AK is a precancerous skin lesion caused by chronic UV exposure, typically affecting sun-exposed areas in older adults. It can present with multiple lesions and carries a variable but low annual risk (0–0.53% per lesion) of progressing to SCC, reaching 2.88% at 5 years [16,17,18]. The increased occurrence of HF-BCC in patients with AK and a history of SCC may reflect a cumulative effect of UV exposure and shared pathomechanisms underlying the development of these skin lesions. Recently, genome-wide association (GWA) meta-analyses have identified over 120 BCC-associated loci, enhancing our understanding of the genetic basis of BCC susceptibility. Moreover, a high degree of association of these BCC-associated loci with SCC risk was observed. Some of these loci were related to pigmentation like SLC45A2, TYR, OCA2 or MC1R. This genetic overlap could explain the association between HF-BCC and personal history of SCC in our study cohort [19]. Further genetic research in HF-BCC patients is needed to identify whether there are associated loci.
Analysis of sun exposure patterns and family history within our cohort of 16 HF-BCC patients suggests that this group is heterogeneous, comprising individuals whose high BCC burden is caused by different aetiologies, from excessive UV exposure to underlying genetic predisposition. Individual-level data on sun exposure and NMSC family history support this hypothesis: while some patients reported extensive lifetime sun exposure without a familial background of skin cancer, others developed numerous BCCs despite relatively limited sun exposure but had a positive family history. These findings suggest that both extrinsic (UV-related) and intrinsic (genetic) risk factors contribute to HF-BCC development, with the relative influence varying among individuals. Thus, the development of multiple BCCs in non-syndromic individuals likely results from cumulative risk factors rather than a singular underlying biological process.

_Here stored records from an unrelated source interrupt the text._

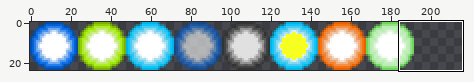
A sprite sheet gets an edit: media/bolt.png. The picture above shows the old version from afar; the outline marks the close-up.
Close-up. Before the edit:
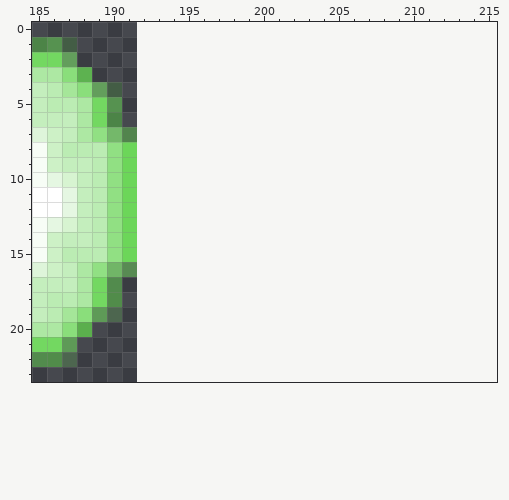
The file is 192x24 pixels. Pixels under 10% opacity are left out. Colours within 5 levels of each other are drawn and written as one. Shown: x 185..215, y 0..23. The old version is drawn lined up with the new one, on the new canvas.
Now the later version:
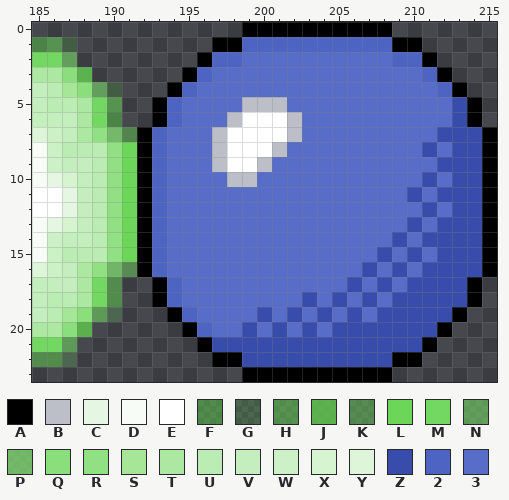
Palette (. is transparent): A #000000  B #bdbfc8  C #e5f7e2  D #f7fdf6  E #ffffff  F #60d34c7a  G #65d45137  H #65d45186  J #65d451c1  K #6cd65978  L #6cd659  M #73d861  N #77d96698  P #84dd74bf  Q #8ade7b  R #91e083  S #a5e699  T #ade8a3  U #bbecb3  V #c4eebd  W #cdf1c6  X #d7f4d1  Y #def5da  Z #384dab  2 #4e64c3  3 #586dc8
Edits made:
{"change": "canvas 192x24 -> 216x24"}
{"y":0,"x":199,"old":"..........","new":"AAAAAAAAAA"}
{"y":1,"x":197,"old":"..............","new":"AA2222222222AA"}
{"y":2,"x":196,"old":"................","new":"A22333333333322A"}
{"y":3,"x":195,"old":"..................","new":"A2333333333333332A"}
{"y":4,"x":194,"old":"....................","new":"A233333333333333332A"}
{"y":5,"x":193,"old":"......................","new":"A23333BBB33333333333ZA"}
{"y":6,"x":193,"old":"......................","new":"A2333BEEEB3333333333ZA"}
{"y":7,"x":192,"old":"........................","new":"A2333BEEEEB333333333ZZZA"}
{"y":8,"x":192,"old":"........................","new":"A2333BEEEB333333333Z3ZZA"}
{"y":9,"x":192,"old":"........................","new":"A2333BEEB33333333333ZZZA"}
{"y":10,"x":192,"old":"........................","new":"A23333BB33333333333Z3ZZA"}
{"y":11,"x":192,"old":"........................","new":"A23333333333333333Z3ZZZA"}
{"y":12,"x":192,"old":"........................","new":"A233333333333333333Z3ZZA"}
{"y":13,"x":192,"old":"........................","new":"A23333333333333333Z3ZZZA"}
{"y":14,"x":192,"old":"........................","new":"A2333333333333333Z3ZZZZA"}
{"y":15,"x":192,"old":"........................","new":"A233333333333333Z3Z3ZZZA"}
{"y":16,"x":192,"old":"........................","new":"A23333333333333Z3Z3ZZZZA"}
{"y":17,"x":193,"old":"......................","new":"A233333333333Z3Z3ZZZZA"}
{"y":18,"x":193,"old":"......................","new":"A233333333Z3Z3Z3ZZZZZA"}
{"y":19,"x":194,"old":"....................","new":"A23333Z3Z3Z3Z3ZZZZZA"}
{"y":20,"x":195,"old":"..................","new":"A233Z3Z3Z3ZZZZZZZA"}
{"y":21,"x":196,"old":"................","new":"AZZZZZZZZZZZZZZA"}
{"y":22,"x":197,"old":"..............","new":"AAZZZZZZZZZZAA"}
{"y":23,"x":199,"old":"..........","new":"AAAAAAAAAA"}
{"label":"added","picture_box":[137,22,497,382]}

We observed significant differences in histological subtypes and anatomical locations of BCC between HF-BCC patients and those with 1–2 BCC: HF-BCC patients more frequently developed superficial BCCs, while nodular BCCs were more common in patients with 1–2 BCCs. In terms of anatomical distribution, BCCs in patients with 1–2 BCCs were more often located on the nose and ears (p < 0.05), whereas HF-BCC patients showed a tendency for BCCs on the trunk (p = 0.1) and extremities (p = 0.2), although the latter observations did not reach statistical significance. These findings align with previous research indicating that the superficial BCC subtype is more commonly found on photoprotected areas like the trunk, whereas nodular and infiltrative BCC is located mainly on the face [2]. One hypothesis is that chronic cumulative sun exposure is more related to the nodular type of BCC (similarly to SCC) whereas intermittent sun-exposure is linked to superficial BCC [2,20].
These observations are consistent with research findings from Stanford, which stated that patients with 6 or more BCCs are more likely to have BCCs on the trunk compared with those with a single BCC (p = 0.011). Similarly, as the number of BCCs increases, they are more likely to be of the superficial subtype as compared with the subtypes in patients with a single BCC (p = 0.007) [10].
We observed a higher proportion of superficial BCCs and a reduced involvement of chronically UV-exposed facial regions in HF-BCC patients. This may be influenced by specific UV exposure patterns, such as intermittent sun exposure, or genetic peculiarities related to the tumour itself or patient-specific factors. The divergence in tumour distribution and subtype may reflect underlying molecular heterogeneity depending on tumour location: Site-specific mutational landscapes have been found to influence tumour growth patterns and histological subtypes in BCC. Several tumour suppressor genes and proto-oncogenes have long been known to be implicated in BCC pathogenesis, including key components of the Hedgehog pathway as PTCH1 and SMO, the TP53 tumour suppressor, and members of the RAS proto-oncogene family [4]. A recent study linked some of these mutations with the BCC clinic-pathological features [21]. They found a significant association between the superficial type of BCC and PTCH1 (OR = 5.537, 95% CI = 1.367–22.43) and Notch Receptor 1 (NOTCH1) (OR = 4.457, 95% CI = 1.304–15.24) mutations. In addition, PTCH1 mutations were found to be linked to intermittent sun exposure (p = 0.046), while NOTCH1 mutations were more frequent in BCCs located on the trunk compared with the head/neck and extremities (p = 0.001) [21].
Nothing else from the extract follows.